Egg & poultry meat production

  • RT-PCR assays for genetically modified organisms and meat species identification
  • RT-PCR assays for screening of pathogens and quality indicators (such as Salmonella, Campylobacter, Listeria, and coli) from poultry meat, egg, and other environmental samples.
  1. Alimentary tract microbiome analysis

The alimentary tract of a ruminant is colonized by millions of microorganisms that lives in a symbiotic relationship with the host. Therefore, knowledge of the microbial composition of the gut can provide insights into improving animal health and productivity. High-throughput sequencing (such as 16S/18S/ITS amplicon sequencing) is a powerful technology to explore the gut microbial composition of ruminants, microbial functions, microbe-host interactions, and environment/disease factors that affects microbial activities. By comparing the microbial composition of alimentary tract between healthy and diseased animals, microbial probiotics can probably be discovered and developed. Microbial probiotics represent living microorganisms that have beneficial effect after consumption.

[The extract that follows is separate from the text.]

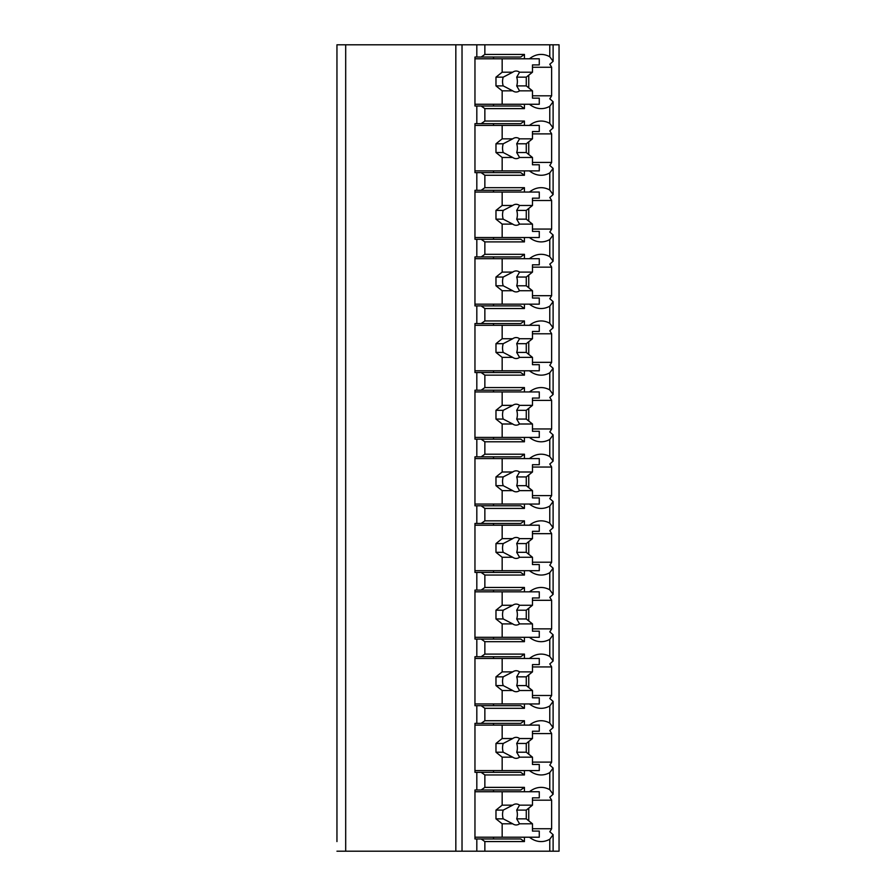<?xml version="1.0" encoding="UTF-8"?>
<svg xmlns="http://www.w3.org/2000/svg" width="896" height="896" viewBox="0 0 896 896"><rect width="100%" height="100%" fill="white"/><g stroke="black" fill="none" stroke-linecap="round" stroke-linejoin="round"><path stroke-width="1.34" d="M532.47 828.744L551.634 828.744A33.23 23.498 90 0 1 549.774 831.734L553.112 834.68L553.112 851.2L559.048 851.2L559.048 44.8L336.952 44.8L336.952 54.421M336.952 44.8L336.952 841.579M336.952 774.95L336.952 787.371M336.952 708.322L336.952 720.731M336.952 641.682L336.952 654.102M336.952 575.053L336.952 587.474M336.952 508.424L336.952 520.845M336.952 441.795L336.952 454.205M336.952 375.155L336.952 387.576M336.952 308.526L336.952 320.947M336.952 241.898L336.952 254.318M336.952 175.269L336.952 187.678M336.952 108.629L336.952 121.05M553.112 851.2L336.952 851.2M345.688 44.8L345.688 851.2M524.429 104.261L524.429 108.629L484.859 108.629L481.141 106.008L474.958 106.008L474.958 57.042L476.818 57.042L476.818 44.8M476.818 106.008L476.818 123.67L474.958 123.67L474.958 172.637L476.818 172.637L476.818 190.31L474.958 190.31L474.958 239.277L476.818 239.277L476.818 256.939L474.958 256.939L474.958 305.906L476.818 305.906L476.818 323.568L474.958 323.568L474.958 372.534L476.818 372.534L476.818 390.197L474.958 390.197L474.958 439.163L476.818 439.163L476.818 456.837L474.958 456.837L474.958 505.803L476.818 505.803L476.818 523.466L474.958 523.466L474.958 572.432L476.818 572.432L476.818 590.094L474.958 590.094L474.958 639.061L476.818 639.061L476.818 656.723L474.958 656.723L474.958 705.69L476.818 705.69L476.818 723.363L474.958 723.363L474.958 772.33L476.818 772.33L476.818 789.992L474.958 789.992L474.958 838.958L476.818 838.958L476.818 851.2M481.141 57.042L484.859 54.421L524.429 54.421L520.722 57.042L476.818 57.042M481.141 838.958L520.722 838.958L524.429 841.579L484.859 841.579L481.141 838.958L476.818 838.958M484.859 841.579L484.859 851.2M524.429 770.582L524.429 774.95L484.859 774.95L481.141 772.33L476.818 772.33M484.859 774.95L484.859 787.371L524.429 787.371L520.722 789.992L481.141 789.992L484.859 787.371M481.141 789.992L476.818 789.992M524.429 703.942L524.429 708.322L484.859 708.322L481.141 705.69L476.818 705.69M484.859 708.322L484.859 720.731L524.429 720.731L524.429 725.11M476.818 723.363L481.141 723.363L484.859 720.731M524.429 637.314L524.429 641.682L484.859 641.682L481.141 639.061L476.818 639.061M484.859 641.682L484.859 654.102L524.429 654.102L524.429 658.47M476.818 656.723L481.141 656.723L484.859 654.102M524.429 570.685L524.429 575.053L484.859 575.053L481.141 572.432L476.818 572.432M484.859 575.053L484.859 587.474L524.429 587.474L524.429 591.842M476.818 590.094L481.141 590.094L484.859 587.474M524.429 504.056L524.429 508.424L484.859 508.424L481.141 505.803L476.818 505.803M484.859 508.424L484.859 520.845L524.429 520.845L524.429 525.213M476.818 523.466L481.141 523.466L484.859 520.845M524.429 437.416L524.429 441.795L484.859 441.795L481.141 439.163L476.818 439.163M484.859 441.795L484.859 454.205L524.429 454.205L524.429 458.584M476.818 456.837L481.141 456.837L484.859 454.205M524.429 370.787L524.429 375.155L484.859 375.155L481.141 372.534L476.818 372.534M484.859 375.155L484.859 387.576L524.429 387.576L524.429 391.944M476.818 390.197L481.141 390.197L484.859 387.576M524.429 304.158L524.429 308.526L484.859 308.526L481.141 305.906L476.818 305.906M484.859 308.526L484.859 320.947L524.429 320.947L524.429 325.315M476.818 323.568L481.141 323.568L484.859 320.947M524.429 237.53L524.429 241.898L484.859 241.898L481.141 239.277L476.818 239.277M484.859 241.898L484.859 254.318L524.429 254.318L524.429 258.686M476.818 256.939L481.141 256.939L484.859 254.318M524.429 170.89L524.429 175.269L484.859 175.269L481.141 172.637L476.818 172.637M484.859 175.269L484.859 187.678L524.429 187.678L524.429 192.058M476.818 190.31L481.141 190.31L484.859 187.678M484.859 108.629L484.859 121.05L524.429 121.05L524.429 125.418M476.818 123.67L481.141 123.67L484.859 121.05M484.859 44.8L484.859 54.421M524.429 837.211L524.429 841.579M529.469 837.211A33.23 23.498 90 0 0 541.117 841.579A33.23 23.498 90 0 0 549.774 839.238L549.774 851.2M529.469 770.582A33.23 23.498 90 0 0 541.117 774.95A33.23 23.498 90 0 0 549.774 772.61L549.774 789.701A33.23 23.498 90 0 0 541.117 787.371A33.23 23.498 90 0 0 529.469 791.739M524.429 787.371L524.429 791.739M529.469 703.942A33.23 23.498 90 0 0 541.117 708.322A33.23 23.498 90 0 0 549.774 705.981L549.774 723.072A33.23 23.498 90 0 0 541.117 720.731A33.23 23.498 90 0 0 529.469 725.11M529.469 637.314A33.23 23.498 90 0 0 541.117 641.682A33.23 23.498 90 0 0 549.774 639.352L549.774 656.443A33.23 23.498 90 0 0 541.117 654.102A33.23 23.498 90 0 0 529.469 658.47M529.469 570.685A33.23 23.498 90 0 0 541.117 575.053A33.23 23.498 90 0 0 549.774 572.712L549.774 589.814A33.23 23.498 90 0 0 541.117 587.474A33.23 23.498 90 0 0 529.469 591.842M529.469 504.056A33.23 23.498 90 0 0 541.117 508.424A33.23 23.498 90 0 0 549.774 506.083L549.774 523.174A33.23 23.498 90 0 0 541.117 520.845A33.23 23.498 90 0 0 529.469 525.213M529.469 437.416A33.23 23.498 90 0 0 541.117 441.795A33.23 23.498 90 0 0 549.774 439.454L549.774 456.546A33.23 23.498 90 0 0 541.117 454.205A33.23 23.498 90 0 0 529.469 458.584M529.469 370.787A33.23 23.498 90 0 0 541.117 375.155A33.23 23.498 90 0 0 549.774 372.826L549.774 389.917A33.23 23.498 90 0 0 541.117 387.576A33.23 23.498 90 0 0 529.469 391.944M529.469 304.158A33.23 23.498 90 0 0 541.117 308.526A33.23 23.498 90 0 0 549.774 306.186L549.774 323.288A33.23 23.498 90 0 0 541.117 320.947A33.23 23.498 90 0 0 529.469 325.315M529.469 237.53A33.23 23.498 90 0 0 541.117 241.898A33.23 23.498 90 0 0 549.774 239.557L549.774 256.648A33.23 23.498 90 0 0 541.117 254.318A33.23 23.498 90 0 0 529.469 258.686M529.469 170.89A33.23 23.498 90 0 0 541.117 175.269A33.23 23.498 90 0 0 549.774 172.928L549.774 190.019A33.23 23.498 90 0 0 541.117 187.678A33.23 23.498 90 0 0 529.469 192.058M529.469 104.261A33.23 23.498 90 0 0 541.117 108.629A33.23 23.498 90 0 0 549.774 106.299L549.774 123.39A33.23 23.498 90 0 0 541.117 121.05A33.23 23.498 90 0 0 529.469 125.418M549.774 44.8L549.774 56.762A33.23 23.498 90 0 0 541.117 54.421A33.23 23.498 90 0 0 529.469 58.789M524.429 54.421L524.429 58.789M493.517 838.958L493.517 837.211M493.517 791.739L493.517 789.992M528.752 820.826L528.752 808.125M553.112 834.68L549.774 839.238M549.774 106.299L553.112 101.73L549.774 98.784A33.23 23.498 90 0 0 551.634 95.805L551.634 67.256A33.23 23.498 90 0 0 549.774 64.266L553.112 61.32L549.774 56.762M551.634 828.744L551.634 800.195A33.23 23.498 90 0 0 549.774 797.216L553.112 794.27L549.774 789.701M549.774 772.61L553.112 768.04L549.774 765.106A33.23 23.498 90 0 0 551.634 762.115L551.634 733.566A33.23 23.498 90 0 0 549.774 730.576L553.112 727.642L549.774 723.072M549.774 705.981L553.112 701.411L549.774 698.477A33.23 23.498 90 0 0 551.634 695.486L551.634 666.938A33.23 23.498 90 0 0 549.774 663.947L553.112 661.013L549.774 656.443M549.774 639.352L553.112 634.782L549.774 631.837A33.23 23.498 90 0 0 551.634 628.858L551.634 600.309A33.23 23.498 90 0 0 549.774 597.318L553.112 594.373L549.774 589.814M549.774 572.712L553.112 568.154L549.774 565.208A33.23 23.498 90 0 0 551.634 562.218L551.634 533.669A33.23 23.498 90 0 0 549.774 530.69L553.112 527.744L549.774 523.174M549.774 506.083L553.112 501.514L549.774 498.579A33.23 23.498 90 0 0 551.634 495.589L551.634 467.04A33.23 23.498 90 0 0 549.774 464.05L553.112 461.115L549.774 456.546M549.774 439.454L553.112 434.885L549.774 431.95A33.23 23.498 90 0 0 551.634 428.96L551.634 400.411A33.23 23.498 90 0 0 549.774 397.421L553.112 394.486L549.774 389.917M549.774 372.826L553.112 368.256L549.774 365.31A33.23 23.498 90 0 0 551.634 362.331L551.634 333.782A33.23 23.498 90 0 0 549.774 330.792L553.112 327.846L549.774 323.288M549.774 306.186L553.112 301.627L549.774 298.682A33.23 23.498 90 0 0 551.634 295.691L551.634 267.142A33.23 23.498 90 0 0 549.774 264.163L553.112 261.218L549.774 256.648M549.774 239.557L553.112 234.987L549.774 232.053A33.23 23.498 90 0 0 551.634 229.062L551.634 200.514A33.23 23.498 90 0 0 549.774 197.523L553.112 194.589L549.774 190.019M549.774 172.928L553.112 168.358L549.774 165.424A33.23 23.498 90 0 0 551.634 162.434L551.634 133.885A33.23 23.498 90 0 0 549.774 130.894L553.112 127.96L549.774 123.39M551.634 95.805L532.47 95.805M551.634 762.115L532.47 762.115M481.141 772.33L520.722 772.33L524.429 774.95M493.517 772.33L493.517 770.582M481.141 723.363L520.722 723.363L524.429 720.731M493.517 725.11L493.517 723.363M551.634 733.566L532.47 733.566M528.752 754.197L528.752 741.496M474.958 725.11L539.269 725.11L539.269 731.226L532.47 731.226L532.47 738.528L519.557 738.528A10.494 7.414 90 0 0 516.141 737.352A10.494 7.414 90 0 0 512.736 738.528L502.163 738.528L495.981 743.467L495.981 752.214L503.216 752.214L512.736 757.165L502.163 757.165L502.163 770.582L539.269 770.582L539.269 764.456L532.47 764.456L532.47 757.165L519.557 757.165L516.701 752.214L526.277 752.214L532.47 757.165M502.163 725.11L502.163 738.528M512.736 757.165A10.494 7.414 90 0 0 516.141 758.341A10.494 7.414 90 0 0 519.557 757.165M532.47 738.528L526.277 743.467L526.277 752.214M516.701 752.214A10.494 7.414 90 0 0 516.701 743.467L526.277 743.467M516.701 743.467L519.557 738.528M512.736 738.528L503.216 743.467A10.494 7.414 90 0 0 503.216 752.214M495.981 743.467L503.216 743.467M495.981 752.214L502.163 757.165M474.958 770.582L502.163 770.582M551.634 800.195L532.47 800.195M551.634 695.486L532.47 695.486M481.141 705.69L520.722 705.69L524.429 708.322M493.517 705.69L493.517 703.942M481.141 656.723L520.722 656.723L524.429 654.102M493.517 658.47L493.517 656.723M551.634 666.938L532.47 666.938M528.752 687.557L528.752 674.856M474.958 658.47L539.269 658.47L539.269 664.597L532.47 664.597L532.47 671.888L519.557 671.888A10.494 7.414 90 0 0 516.141 670.712A10.494 7.414 90 0 0 512.736 671.888L502.163 671.888L495.981 676.838L495.981 685.586L503.216 685.586L512.736 690.525L502.163 690.525L502.163 703.942L539.269 703.942L539.269 697.827L532.47 697.827L532.47 690.525L519.557 690.525L516.701 685.586L526.277 685.586L532.47 690.525M502.163 658.47L502.163 671.888M512.736 690.525A10.494 7.414 90 0 0 516.141 691.701A10.494 7.414 90 0 0 519.557 690.525M532.47 671.888L526.277 676.838L526.277 685.586M516.701 685.586A10.494 7.414 90 0 0 516.701 676.838L526.277 676.838M516.701 676.838L519.557 671.888M512.736 671.888L503.216 676.838A10.494 7.414 90 0 0 503.216 685.586M495.981 676.838L503.216 676.838M495.981 685.586L502.163 690.525M474.958 703.942L502.163 703.942M551.634 628.858L532.47 628.858M481.141 639.061L520.722 639.061L524.429 641.682M493.517 639.061L493.517 637.314M481.141 590.094L520.722 590.094L524.429 587.474M493.517 591.842L493.517 590.094M551.634 600.309L532.47 600.309M528.752 620.928L528.752 608.227M474.958 591.842L539.269 591.842L539.269 597.968L532.47 597.968L532.47 605.259L519.557 605.259A10.494 7.414 90 0 0 516.141 604.083A10.494 7.414 90 0 0 512.736 605.259L502.163 605.259L495.981 610.21L495.981 618.957L503.216 618.957L512.736 623.896L502.163 623.896L502.163 637.314L539.269 637.314L539.269 631.198L532.47 631.198L532.47 623.896L519.557 623.896L516.701 618.957L526.277 618.957L532.47 623.896M502.163 591.842L502.163 605.259M512.736 623.896A10.494 7.414 90 0 0 516.141 625.072A10.494 7.414 90 0 0 519.557 623.896M532.47 605.259L526.277 610.21L526.277 618.957M516.701 618.957A10.494 7.414 90 0 0 516.701 610.21L526.277 610.21M516.701 610.21L519.557 605.259M512.736 605.259L503.216 610.21A10.494 7.414 90 0 0 503.216 618.957M495.981 610.21L503.216 610.21M495.981 618.957L502.163 623.896M474.958 637.314L502.163 637.314M551.634 562.218L532.47 562.218M481.141 572.432L520.722 572.432L524.429 575.053M493.517 572.432L493.517 570.685M481.141 523.466L520.722 523.466L524.429 520.845M493.517 525.213L493.517 523.466M551.634 533.669L532.47 533.669M528.752 554.299L528.752 541.598M474.958 525.213L539.269 525.213L539.269 531.328L532.47 531.328L532.47 538.63L519.557 538.63A10.494 7.414 90 0 0 516.141 537.454A10.494 7.414 90 0 0 512.736 538.63L502.163 538.63L495.981 543.581L495.981 552.317L503.216 552.317L512.736 557.267L502.163 557.267L502.163 570.685L539.269 570.685L539.269 564.558L532.47 564.558L532.47 557.267L519.557 557.267L516.701 552.317L526.277 552.317L532.47 557.267M502.163 525.213L502.163 538.63M512.736 557.267A10.494 7.414 90 0 0 516.141 558.443A10.494 7.414 90 0 0 519.557 557.267M532.47 538.63L526.277 543.581L526.277 552.317M516.701 552.317A10.494 7.414 90 0 0 516.701 543.581L526.277 543.581M516.701 543.581L519.557 538.63M512.736 538.63L503.216 543.581A10.494 7.414 90 0 0 503.216 552.317M495.981 543.581L503.216 543.581M495.981 552.317L502.163 557.267M474.958 570.685L502.163 570.685M551.634 495.589L532.47 495.589M481.141 505.803L520.722 505.803L524.429 508.424M493.517 505.803L493.517 504.056M481.141 456.837L520.722 456.837L524.429 454.205M493.517 458.584L493.517 456.837M551.634 467.04L532.47 467.04M528.752 487.67L528.752 474.97M474.958 458.584L539.269 458.584L539.269 464.699L532.47 464.699L532.47 472.002L519.557 472.002A10.494 7.414 90 0 0 516.141 470.826A10.494 7.414 90 0 0 512.736 472.002L502.163 472.002L495.981 476.941L495.981 485.688L503.216 485.688L512.736 490.638L502.163 490.638L502.163 504.056L539.269 504.056L539.269 497.93L532.47 497.93L532.47 490.638L519.557 490.638L516.701 485.688L526.277 485.688L532.47 490.638M502.163 458.584L502.163 472.002M512.736 490.638A10.494 7.414 90 0 0 516.141 491.814A10.494 7.414 90 0 0 519.557 490.638M532.47 472.002L526.277 476.941L526.277 485.688M516.701 485.688A10.494 7.414 90 0 0 516.701 476.941L526.277 476.941M516.701 476.941L519.557 472.002M512.736 472.002L503.216 476.941A10.494 7.414 90 0 0 503.216 485.688M495.981 476.941L503.216 476.941M495.981 485.688L502.163 490.638M474.958 504.056L502.163 504.056M551.634 428.96L532.47 428.96M481.141 439.163L520.722 439.163L524.429 441.795M493.517 439.163L493.517 437.416M481.141 390.197L520.722 390.197L524.429 387.576M493.517 391.944L493.517 390.197M551.634 400.411L532.47 400.411M528.752 421.03L528.752 408.33M474.958 391.944L539.269 391.944L539.269 398.07L532.47 398.07L532.47 405.362L519.557 405.362A10.494 7.414 90 0 0 516.141 404.186A10.494 7.414 90 0 0 512.736 405.362L502.163 405.362L495.981 410.312L495.981 419.059L503.216 419.059L512.736 423.998L502.163 423.998L502.163 437.416L539.269 437.416L539.269 431.301L532.47 431.301L532.47 423.998L519.557 423.998L516.701 419.059L526.277 419.059L532.47 423.998M502.163 391.944L502.163 405.362M512.736 423.998A10.494 7.414 90 0 0 516.141 425.174A10.494 7.414 90 0 0 519.557 423.998M532.47 405.362L526.277 410.312L526.277 419.059M516.701 419.059A10.494 7.414 90 0 0 516.701 410.312L526.277 410.312M516.701 410.312L519.557 405.362M512.736 405.362L503.216 410.312A10.494 7.414 90 0 0 503.216 419.059M495.981 410.312L503.216 410.312M495.981 419.059L502.163 423.998M474.958 437.416L502.163 437.416M551.634 362.331L532.47 362.331M481.141 372.534L520.722 372.534L524.429 375.155M493.517 372.534L493.517 370.787M481.141 323.568L520.722 323.568L524.429 320.947M493.517 325.315L493.517 323.568M551.634 333.782L532.47 333.782M528.752 354.402L528.752 341.701M474.958 325.315L539.269 325.315L539.269 331.442L532.47 331.442L532.47 338.733L519.557 338.733A10.494 7.414 90 0 0 516.141 337.557A10.494 7.414 90 0 0 512.736 338.733L502.163 338.733L495.981 343.683L495.981 352.419L503.216 352.419L512.736 357.37L502.163 357.37L502.163 370.787L539.269 370.787L539.269 364.672L532.47 364.672L532.47 357.37L519.557 357.37L516.701 352.419L526.277 352.419L532.47 357.37M502.163 325.315L502.163 338.733M512.736 357.37A10.494 7.414 90 0 0 516.141 358.546A10.494 7.414 90 0 0 519.557 357.37M532.47 338.733L526.277 343.683L526.277 352.419M516.701 352.419A10.494 7.414 90 0 0 516.701 343.683L526.277 343.683M516.701 343.683L519.557 338.733M512.736 338.733L503.216 343.683A10.494 7.414 90 0 0 503.216 352.419M495.981 343.683L503.216 343.683M495.981 352.419L502.163 357.37M474.958 370.787L502.163 370.787M551.634 295.691L532.47 295.691M481.141 305.906L520.722 305.906L524.429 308.526M493.517 305.906L493.517 304.158M481.141 256.939L520.722 256.939L524.429 254.318M493.517 258.686L493.517 256.939M551.634 267.142L532.47 267.142M528.752 287.773L528.752 275.072M474.958 258.686L539.269 258.686L539.269 264.802L532.47 264.802L532.47 272.104L519.557 272.104A10.494 7.414 90 0 0 516.141 270.928A10.494 7.414 90 0 0 512.736 272.104L502.163 272.104L495.981 277.043L495.981 285.79L503.216 285.79L512.736 290.741L502.163 290.741L502.163 304.158L539.269 304.158L539.269 298.032L532.47 298.032L532.47 290.741L519.557 290.741L516.701 285.79L526.277 285.79L532.47 290.741M502.163 258.686L502.163 272.104M512.736 290.741A10.494 7.414 90 0 0 516.141 291.917A10.494 7.414 90 0 0 519.557 290.741M532.47 272.104L526.277 277.043L526.277 285.79M516.701 285.79A10.494 7.414 90 0 0 516.701 277.043L526.277 277.043M516.701 277.043L519.557 272.104M512.736 272.104L503.216 277.043A10.494 7.414 90 0 0 503.216 285.79M495.981 277.043L503.216 277.043M495.981 285.79L502.163 290.741M474.958 304.158L502.163 304.158M551.634 229.062L532.47 229.062M481.141 239.277L520.722 239.277L524.429 241.898M493.517 239.277L493.517 237.53M481.141 190.31L520.722 190.31L524.429 187.678M493.517 192.058L493.517 190.31M551.634 200.514L532.47 200.514M528.752 221.144L528.752 208.443M474.958 192.058L539.269 192.058L539.269 198.173L532.47 198.173L532.47 205.475L519.557 205.475A10.494 7.414 90 0 0 516.141 204.299A10.494 7.414 90 0 0 512.736 205.475L502.163 205.475L495.981 210.414L495.981 219.162L503.216 219.162L512.736 224.112L502.163 224.112L502.163 237.53L539.269 237.53L539.269 231.403L532.47 231.403L532.47 224.112L519.557 224.112L516.701 219.162L526.277 219.162L532.47 224.112M502.163 192.058L502.163 205.475M512.736 224.112A10.494 7.414 90 0 0 516.141 225.288A10.494 7.414 90 0 0 519.557 224.112M532.47 205.475L526.277 210.414L526.277 219.162M516.701 219.162A10.494 7.414 90 0 0 516.701 210.414L526.277 210.414M516.701 210.414L519.557 205.475M512.736 205.475L503.216 210.414A10.494 7.414 90 0 0 503.216 219.162M495.981 210.414L503.216 210.414M495.981 219.162L502.163 224.112M474.958 237.53L502.163 237.53M551.634 162.434L532.47 162.434M481.141 172.637L520.722 172.637L524.429 175.269M493.517 172.637L493.517 170.89M481.141 123.67L520.722 123.67L524.429 121.05M493.517 125.418L493.517 123.67M551.634 133.885L532.47 133.885M528.752 154.504L528.752 141.803M474.958 125.418L539.269 125.418L539.269 131.544L532.47 131.544L532.47 138.835L519.557 138.835A10.494 7.414 90 0 0 516.141 137.659A10.494 7.414 90 0 0 512.736 138.835L502.163 138.835L495.981 143.786L495.981 152.533L503.216 152.533L512.736 157.472L502.163 157.472L502.163 170.89L539.269 170.89L539.269 164.774L532.47 164.774L532.47 157.472L519.557 157.472L516.701 152.533L526.277 152.533L532.47 157.472M502.163 125.418L502.163 138.835M512.736 157.472A10.494 7.414 90 0 0 516.141 158.648A10.494 7.414 90 0 0 519.557 157.472M532.47 138.835L526.277 143.786L526.277 152.533M516.701 152.533A10.494 7.414 90 0 0 516.701 143.786L526.277 143.786M516.701 143.786L519.557 138.835M512.736 138.835L503.216 143.786A10.494 7.414 90 0 0 503.216 152.533M495.981 143.786L503.216 143.786M495.981 152.533L502.163 157.472M474.958 170.89L502.163 170.89M551.634 67.256L532.47 67.256M528.752 87.875L528.752 75.174M493.517 106.008L493.517 104.261M493.517 58.789L493.517 57.042M481.141 106.008L520.722 106.008L524.429 108.629M474.958 58.789L539.269 58.789L539.269 64.915L532.47 64.915L532.47 72.206L519.557 72.206A10.494 7.414 90 0 0 516.141 71.03A10.494 7.414 90 0 0 512.736 72.206L502.163 72.206L495.981 77.157L495.981 85.893L503.216 85.893L512.736 90.843L502.163 90.843L502.163 104.261L539.269 104.261L539.269 98.146L532.47 98.146L532.47 90.843L519.557 90.843L516.701 85.893L526.277 85.893L532.47 90.843M502.163 58.789L502.163 72.206M512.736 90.843A10.494 7.414 90 0 0 516.141 92.019A10.494 7.414 90 0 0 519.557 90.843M532.47 72.206L526.277 77.157L526.277 85.893M516.701 85.893A10.494 7.414 90 0 0 516.701 77.157L526.277 77.157M516.701 77.157L519.557 72.206M512.736 72.206L503.216 77.157A10.494 7.414 90 0 0 503.216 85.893M495.981 77.157L503.216 77.157M495.981 85.893L502.163 90.843M474.958 104.261L502.163 104.261M474.958 791.739L539.269 791.739L539.269 797.854L532.47 797.854L532.47 805.157L519.557 805.157A10.494 7.414 90 0 0 516.141 803.981A10.494 7.414 90 0 0 512.736 805.157L502.163 805.157L495.981 810.107L495.981 818.843L503.216 818.843L512.736 823.794L502.163 823.794L502.163 837.211L539.269 837.211L539.269 831.085L532.47 831.085L532.47 823.794L519.557 823.794L516.701 818.843L526.277 818.843L532.47 823.794M502.163 791.739L502.163 805.157M512.736 823.794A10.494 7.414 90 0 0 516.141 824.97A10.494 7.414 90 0 0 519.557 823.794M532.47 805.157L526.277 810.107L526.277 818.843M516.701 818.843A10.494 7.414 90 0 0 516.701 810.107L526.277 810.107M516.701 810.107L519.557 805.157M512.736 805.157L503.216 810.107A10.494 7.414 90 0 0 503.216 818.843M495.981 810.107L503.216 810.107M495.981 818.843L502.163 823.794M474.958 837.211L502.163 837.211M455.829 44.8L455.829 851.2M462.022 44.8L462.022 851.2M553.112 768.04L553.112 794.27M553.112 701.411L553.112 727.642M553.112 634.782L553.112 661.013M553.112 568.154L553.112 594.373M553.112 501.514L553.112 527.744M553.112 434.885L553.112 461.115M553.112 368.256L553.112 394.486M553.112 301.627L553.112 327.846M553.112 234.987L553.112 261.218M553.112 168.358L553.112 194.589M553.112 101.73L553.112 127.96M553.112 44.8L553.112 61.32"/></g></svg>

  1. Functional microbial genomics

Functional microbial genomics is performed to elucidate microbiome functions that effects host performance, differentiate beneficial, neutral, and detrimental microorganisms, and experimentally manipulate the taxonomic makeup of microbiomes to improve animal health and productivity. The principal approaches to investigating microbiome function include correlation analyses, single-cell sequencing, whole-community metagenomics and metatranscriptomics, experimental manipulation, synthetic microbiomes, and microbiome engineering by artificial selection.